The Physical AI Data Stack, Explained

Physical AI data is synchronized, multi-sensor recordings of embodied behavior — robot demonstrations, teleoperation, video, depth, LiDAR, force, and kinematics — packaged as validated episodes for training VLA and world models.

Why robotics data is different

Text data can be cleaned after the fact. Sensor data mostly cannot: if two cameras drift 300ms apart during collection, the episode is unusable and no amount of post-processing recovers it. Quality must be engineered into the collection protocol.

The stack, layer by layer

1. Task and environment design

A scenario matrix across objects, layouts, lighting, and distractors. Diversity here determines generalization later — and it must be tracked, not assumed.

2. Sensor synchronization

Common-clock or hardware-triggered capture across RGB, depth, LiDAR, force/torque, and joint states. Spec the acceptable drift (single-digit milliseconds for manipulation) and verify it per episode.

3. Operator protocol

Teleoperators are part of the dataset. Scripted task phases, consistent grasp strategies where required, and deliberate variation where it helps — all documented so embodiment consistency can be audited.

4. Validation gates

Automated episode checks before annotation: timestamp drift, drop frames, completeness, calibration freshness.
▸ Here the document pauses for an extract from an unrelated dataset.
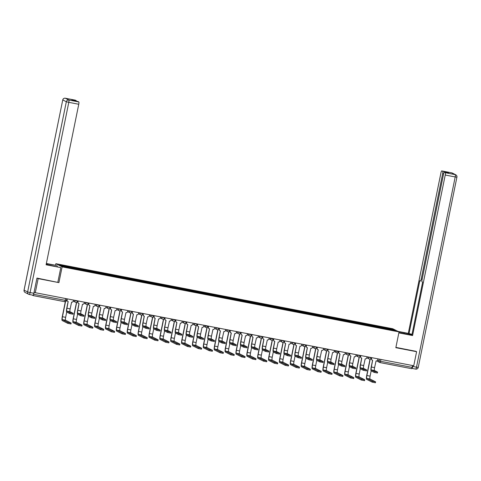 <?xml version="1.0" encoding="UTF-8"?>
<svg xmlns="http://www.w3.org/2000/svg" width="481" height="481" viewBox="0 0 481 481"><rect width="100%" height="100%" fill="white"/><g stroke="black" fill="none" stroke-linecap="round" stroke-linejoin="round"><path stroke-width="0.72" d="M55.537 265.259L55.862 263.69L62.121 266.859L399.044 331.914L395.833 347.685L416.606 351.695L413.744 365.77L35.281 292.688L38.143 278.613L58.916 282.624L62.121 266.859M399.044 331.914L392.779 328.751L55.862 263.69M32.023 295.015L33.201 295.611L33.724 294.318L66.444 300.559M35.281 292.688L34.175 292.129L33.724 294.318M37.163 278.12L38.143 278.613M416.606 351.695L415.62 351.196M412.566 365.542L411.664 368.693L380.104 362.596M381.74 328.018L381.758 327.272L393.464 329.533L395.568 330.597L383.826 328.421M381.758 327.272L70.749 267.123L59.331 265.013L61.436 266.077L383.862 328.337M73.395 100.601L77.844 101.461A2.171 0.403 100.9 0 1 77.844 101.461A2.171 0.403 100.9 0 1 77.868 101.467L78.818 101.948A2.171 0.403 100.9 0 1 78.764 104.257L68.795 102.333L30.093 292.556L33.856 293.284L36.953 278.078L58.916 282.624M381.295 327.934L381.463 327.122M71.044 267.274L71.026 267.929M393.464 329.533L392.857 330.074M377.387 372.997L374.182 372.378L374.368 371.458L377.597 372.096L374.513 370.526A2.712 0.505 100.9 0 1 374.579 367.64L376.052 360.942A1.443 1.419 116.8 0 0 377.735 359.794L377.928 358.85M372.571 360.269L371.212 366.937A3.65 0.685 -79.1 0 0 371.116 370.827L374.182 372.378M371.723 357.654L371.53 358.598A1.443 1.419 116.8 0 0 372.27 360.155L372.108 360.077A1.443 1.419 -63.2 0 1 371.368 358.519L371.548 357.623M372.27 360.155A1.443 1.419 116.8 0 0 372.637 360.281L371.374 367.021A2.712 0.505 100.9 0 0 371.302 369.907L374.368 371.458M375.402 382.756L372.198 382.136L372.384 381.217L375.613 381.86L370.021 379.022A2.712 0.505 100.9 0 1 370.087 376.13L371.164 370.851M370.232 359.036L366.883 375.511L370.087 376.13M370.045 359.085L366.72 375.433A3.65 0.685 -79.1 0 0 366.624 379.323L372.198 382.136M372.384 381.217L366.817 378.403A2.712 0.505 100.9 0 1 366.883 375.511M366.516 370.899L363.305 370.28L363.492 369.36L366.726 369.997L363.636 368.428A2.712 0.505 100.9 0 1 363.708 365.542L365.181 358.844A1.443 1.419 116.8 0 0 366.859 357.696L367.051 356.752M361.694 358.171L360.341 364.838A3.65 0.685 -79.1 0 0 360.245 368.729L363.305 370.28M360.852 355.555L360.66 356.499A1.443 1.419 116.8 0 0 361.399 358.056L361.237 357.978A1.443 1.419 -63.2 0 1 360.497 356.415L360.678 355.519M361.399 358.056A1.443 1.419 116.8 0 0 361.766 358.183L360.503 364.923A2.712 0.505 100.9 0 0 360.431 367.809L363.492 369.36M355.639 368.795L352.435 368.175L352.621 367.262L355.856 367.899L352.765 366.33A2.712 0.505 100.9 0 1 352.838 363.438L354.305 356.74A1.443 1.419 116.8 0 0 355.988 355.597L356.18 354.653M350.823 356.066L349.465 362.74A3.65 0.685 -79.1 0 0 349.374 366.63L352.435 368.175M349.976 353.457L349.783 354.401A1.443 1.419 116.8 0 0 350.529 355.958L350.366 355.874A1.443 1.419 -63.2 0 1 349.621 354.317L349.801 353.421M350.529 355.958A1.443 1.419 116.8 0 0 350.889 356.084L349.627 362.818A2.712 0.505 100.9 0 0 349.561 365.71L352.621 367.262M398.737 331.764L404.208 332.816A8.129 0.427 11.5 0 1 411.964 334.554M398.887 332.672L407.028 334.241A8.129 0.427 11.5 0 0 411.856 335.065M398.845 332.894L412.578 335.546L411.838 335.173L422.625 282.137L422.041 281.836A2.171 0.403 -79.1 0 1 422.096 279.527L443.53 174.164A2.171 0.403 -79.1 0 1 444.318 172.222A2.171 0.403 -79.1 0 0 444.318 172.222L448.779 173.088A2.171 0.403 100.9 0 1 448.797 173.094L447.156 172.264A2.171 0.403 100.9 0 1 447.3 172.799M412.013 334.325L408.279 333.375L440.939 172.853A2.171 0.403 -79.1 0 1 441.726 170.911A2.171 0.403 -79.1 0 1 441.744 170.923L447.156 172.264M397.997 331.385L408.279 333.375M412.578 335.546L445.238 175.024A2.171 0.403 -79.1 0 0 445.292 172.715L444.336 172.234L448.797 173.094M411.952 368.38A2.171 0.403 -79.1 0 0 412.734 366.444L416.498 367.171A2.171 0.403 100.9 0 1 415.716 369.107L411.952 368.38A2.171 0.403 -79.1 0 1 411.928 368.374L411.91 368.362M443.59 173.894L442.64 173.713L421.206 279.076A2.171 0.403 -79.1 0 1 420.418 281.018A2.171 0.403 -79.1 0 1 420.4 281.006L419.811 280.712L409.018 333.748M442.64 173.713A2.171 0.403 -79.1 0 0 442.7 171.404M415.818 351.298L395.893 347.39M412.734 366.444L412.908 365.608M46.158 264.502A8.129 0.427 11.5 0 0 50.174 265.332L60.81 267.616L46.104 264.778L78.764 104.257M47.192 264.724L47.354 263.913A8.129 0.427 11.5 0 0 46.32 263.714M47.354 263.913L56.511 265.446L46.368 263.486M57.858 282.119L60.81 267.616M57.083 266.666L57.251 265.819M75.228 100.144A2.171 0.403 100.9 0 1 75.252 100.15A2.171 0.403 100.9 0 1 75.276 100.156L76.226 100.637A2.171 0.403 100.9 0 1 76.365 101.172M76.226 100.637L71.765 99.777L73.407 100.607L77.868 101.467M33.856 293.284A2.171 0.403 100.9 0 1 33.075 295.22A2.171 0.403 100.9 0 1 33.051 295.214L29.329 294.492M364.526 380.657L361.321 380.038L361.508 379.118L364.742 379.756L359.145 376.924A2.712 0.505 100.9 0 1 359.217 374.032L360.293 368.753M359.355 356.938L356.012 373.412L359.217 374.032M359.175 356.98L355.85 373.328A3.65 0.685 -79.1 0 0 355.754 377.224L361.321 380.038M361.508 379.118L355.94 376.304A2.712 0.505 100.9 0 1 356.012 373.412M353.655 378.553L350.451 377.934L350.637 377.02L353.866 377.657L348.274 374.819A2.712 0.505 100.9 0 1 348.346 371.933L349.416 366.654M348.484 354.834L345.136 371.314L348.346 371.933M348.304 354.882L344.973 371.23A3.65 0.685 -79.1 0 0 344.883 375.12L350.451 377.934M350.637 377.02L345.069 374.2A2.712 0.505 100.9 0 1 345.136 371.314M344.769 366.696L341.564 366.077L341.75 365.157L344.979 365.8L341.895 364.231A2.712 0.505 100.9 0 1 341.961 361.339L343.434 354.641A1.443 1.419 116.8 0 0 345.117 353.499L345.31 352.555M339.953 353.968L338.594 360.642A3.65 0.685 -79.1 0 0 338.498 364.532L341.564 366.077M339.105 351.358L338.913 352.302A1.443 1.419 116.8 0 0 339.652 353.86L339.49 353.775A1.443 1.419 -63.2 0 1 338.75 352.218L338.931 351.322M339.652 353.86A1.443 1.419 116.8 0 0 340.019 353.986L338.756 360.72A2.712 0.505 100.9 0 0 338.684 363.612L341.75 365.157M333.892 364.598L330.688 363.979L330.874 363.059L334.109 363.702L331.018 362.133A2.712 0.505 100.9 0 1 331.09 359.241L332.563 352.543A1.443 1.419 116.8 0 0 334.241 351.401L334.433 350.457M329.076 351.87L327.717 358.537A3.65 0.685 -79.1 0 0 327.627 362.433L330.688 363.979M328.228 349.254L328.036 350.198A1.443 1.419 116.8 0 0 328.782 351.761L328.619 351.677A1.443 1.419 -63.2 0 1 327.874 350.12L328.06 349.224M328.782 351.761A1.443 1.419 116.8 0 0 329.142 351.882L327.886 358.622A2.712 0.505 100.9 0 0 327.814 361.514L330.874 363.059M323.022 362.5L319.817 361.88L320.003 360.96L323.232 361.604L320.148 360.028A2.712 0.505 100.9 0 1 320.214 357.142L321.687 350.445A1.443 1.419 116.8 0 0 323.37 349.296L323.563 348.352M318.206 349.771L316.847 356.439A3.65 0.685 -79.1 0 0 316.751 360.329L319.817 361.88M317.358 347.156L317.165 348.1A1.443 1.419 116.8 0 0 317.911 349.663L317.743 349.579A1.443 1.419 -63.2 0 1 317.003 348.022L317.183 347.126M317.911 349.663A1.443 1.419 116.8 0 0 318.272 349.783L317.009 356.523A2.712 0.505 100.9 0 0 316.943 359.409L320.003 360.96M342.785 376.455L339.574 375.835L339.76 374.915L342.995 375.559L337.403 372.721A2.712 0.505 100.9 0 1 337.47 369.835L338.546 364.556M337.614 352.735L334.265 369.216L337.47 369.835M337.428 352.783L334.103 369.131A3.65 0.685 -79.1 0 0 334.006 373.022L339.574 375.835M339.76 374.915L334.193 372.102A2.712 0.505 100.9 0 1 334.265 369.216M331.908 374.356L328.703 373.737L328.89 372.817L332.124 373.46L326.527 370.623A2.712 0.505 100.9 0 1 326.599 367.731L327.675 362.452M326.737 350.637L323.394 367.111L326.599 367.731M326.557 350.685L323.232 367.033A3.65 0.685 -79.1 0 0 323.136 370.923L328.703 373.737M328.89 372.817L323.322 370.003A2.712 0.505 100.9 0 1 323.394 367.111M321.037 372.258L317.833 371.639L318.019 370.719L321.248 371.362L315.656 368.524A2.712 0.505 100.9 0 1 315.728 365.632L316.799 360.353M315.867 348.539L312.518 365.013L315.728 365.632M315.68 348.587L312.355 364.935A3.65 0.685 -79.1 0 0 312.265 368.825L317.833 371.639M318.019 370.719L312.452 367.905A2.712 0.505 100.9 0 1 312.518 365.013M312.151 360.401L308.94 359.782L309.133 358.862L312.361 359.499L309.271 357.93A2.712 0.505 100.9 0 1 309.343 355.044L310.816 348.346A1.443 1.419 116.8 0 0 312.494 347.198L312.686 346.254M307.329 347.673L305.976 354.341A3.65 0.685 -79.1 0 0 305.88 358.231L308.94 359.782M306.487 345.057L306.295 346.001A1.443 1.419 116.8 0 0 307.034 347.559L306.872 347.48A1.443 1.419 -63.2 0 1 306.132 345.917L306.313 345.021M307.034 347.559A1.443 1.419 116.8 0 0 307.401 347.685L306.138 354.425A2.712 0.505 100.9 0 0 306.066 357.311L309.133 358.862M310.161 370.16L306.956 369.54L307.143 368.62L310.377 369.258L304.786 366.426A2.712 0.505 100.9 0 1 304.852 363.534L305.928 358.255M304.996 346.44L301.647 362.914L304.852 363.534M304.81 346.482L301.485 362.83A3.65 0.685 -79.1 0 0 301.389 366.726L306.956 369.54M307.143 368.62L301.575 365.807A2.712 0.505 100.9 0 1 301.647 362.914M301.274 358.297L298.07 357.678L298.256 356.764L301.491 357.401L298.4 355.832A2.712 0.505 100.9 0 1 298.473 352.94L299.94 346.248A1.443 1.419 116.8 0 0 301.623 345.099L301.815 344.155M296.458 345.568L295.1 352.242A3.65 0.685 -79.1 0 0 295.009 356.132L298.07 357.678M295.611 342.959L295.418 343.903A1.443 1.419 116.8 0 0 296.164 345.46L296.001 345.376A1.443 1.419 -63.2 0 1 295.256 343.819L295.442 342.923M296.164 345.46A1.443 1.419 116.8 0 0 296.524 345.586L295.262 352.32A2.712 0.505 100.9 0 0 295.196 355.212L298.256 356.764M299.29 368.055L296.086 367.436L296.272 366.522L299.501 367.159L293.909 364.321A2.712 0.505 100.9 0 1 293.981 361.435L295.051 356.156M294.119 344.336L290.777 360.816L293.981 361.435M293.939 344.384L290.608 360.732A3.65 0.685 -79.1 0 0 290.518 364.622L296.086 367.436M296.272 366.522L290.704 363.702A2.712 0.505 100.9 0 1 290.777 360.816M290.404 356.199L287.199 355.579L287.385 354.659L290.614 355.303L287.53 353.733A2.712 0.505 100.9 0 1 287.596 350.841L289.069 344.143A1.443 1.419 116.8 0 0 290.752 343.001L290.945 342.057M285.588 343.47L284.229 350.144A3.65 0.685 -79.1 0 0 284.133 354.034L287.199 355.579M284.74 340.861L284.548 341.805A1.443 1.419 116.8 0 0 285.287 343.362L285.125 343.278A1.443 1.419 -63.2 0 1 284.385 341.72L284.566 340.825M285.287 343.362A1.443 1.419 116.8 0 0 285.654 343.488L284.391 350.222A2.712 0.505 100.9 0 0 284.319 353.114L287.385 354.659M288.42 365.957L285.209 365.338L285.401 364.418L288.63 365.061L283.038 362.223A2.712 0.505 100.9 0 1 283.105 359.337L284.181 354.058M283.249 342.238L279.9 358.718L283.105 359.337M283.062 342.286L279.738 358.634A3.65 0.685 -79.1 0 0 279.641 362.524L285.209 365.338M285.401 364.418L279.834 361.604A2.712 0.505 100.9 0 1 279.9 358.718M279.533 354.1L276.322 353.481L276.509 352.561L279.744 353.204L276.653 351.635A2.712 0.505 100.9 0 1 276.725 348.743L278.198 342.045A1.443 1.419 116.8 0 0 279.876 340.903L280.068 339.959M274.711 341.372L273.358 348.04A3.65 0.685 -79.1 0 0 273.262 351.936L276.322 353.481M273.869 338.756L273.677 339.7A1.443 1.419 116.8 0 0 274.417 341.263L274.254 341.179A1.443 1.419 -63.2 0 1 273.515 339.622L273.695 338.726M274.417 341.263A1.443 1.419 116.8 0 0 274.783 341.384L273.521 348.124A2.712 0.505 100.9 0 0 273.448 351.016L276.509 352.561M277.543 363.858L274.338 363.239L274.525 362.319L277.759 362.963L272.162 360.125A2.712 0.505 100.9 0 1 272.234 357.233L273.31 351.954M272.372 340.139L269.029 356.619L272.234 357.233M272.192 340.187L268.867 356.535A3.65 0.685 -79.1 0 0 268.771 360.425L274.338 363.239M274.525 362.319L268.957 359.505A2.712 0.505 100.9 0 1 269.029 356.619M268.657 352.002L265.452 351.383L265.638 350.463L268.873 351.106L265.783 349.531A2.712 0.505 100.9 0 1 265.855 346.645L267.322 339.947A1.443 1.419 116.8 0 0 269.005 338.798L269.198 337.854M263.841 339.273L262.482 345.941A3.65 0.685 -79.1 0 0 262.392 349.831L265.452 351.383M262.993 336.658L262.8 337.602A1.443 1.419 116.8 0 0 263.546 339.165L263.384 339.081A1.443 1.419 -63.2 0 1 262.638 337.524L262.818 336.628M263.546 339.165A1.443 1.419 116.8 0 0 263.907 339.285L262.644 346.025A2.712 0.505 100.9 0 0 262.578 348.911L265.638 350.463M266.883 360.864L266.696 361.778L263.468 361.141L263.654 360.221L266.883 360.864L261.291 358.026A2.712 0.505 100.9 0 1 261.363 355.134L262.434 349.855M261.502 338.041L258.153 354.515L261.363 355.134M261.315 338.089L257.99 354.437A3.65 0.685 -79.1 0 0 257.9 358.327L263.468 361.141M263.654 360.221L258.087 357.407A2.712 0.505 100.9 0 1 258.153 354.515M257.786 349.903L254.581 349.284L254.768 348.364L257.996 349.002L254.912 347.432A2.712 0.505 100.9 0 1 254.978 344.546L256.451 337.848A1.443 1.419 116.8 0 0 258.135 336.7L258.327 335.756M252.97 337.175L251.611 343.843A3.65 0.685 -79.1 0 0 251.515 347.733L254.581 349.284M252.122 334.56L251.93 335.504A1.443 1.419 116.8 0 0 252.669 337.061L252.507 336.983A1.443 1.419 -63.2 0 1 251.767 335.419L251.948 334.523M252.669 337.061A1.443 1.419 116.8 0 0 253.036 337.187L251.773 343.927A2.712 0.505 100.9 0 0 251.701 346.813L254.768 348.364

Reject early; annotating a broken episode wastes money twice.

5. Annotation

Task-phase boundaries, object states, success/failure outcomes, and safety events — the labels that turn raw streams into supervision signal.

6. Delivery

MCAP and ROS bag for robotics-native pipelines; JSONL episode indexes and Parquet for ML pipelines; MP4 proxies for human review.

What to ask any data partner

What is your measured cross-stream timestamp drift?
What percentage of episodes fail validation, and where?
How do you track environment and scenario diversity?
Can you deliver in our schema, and version it?

If the answers are vague, the dataset will be too.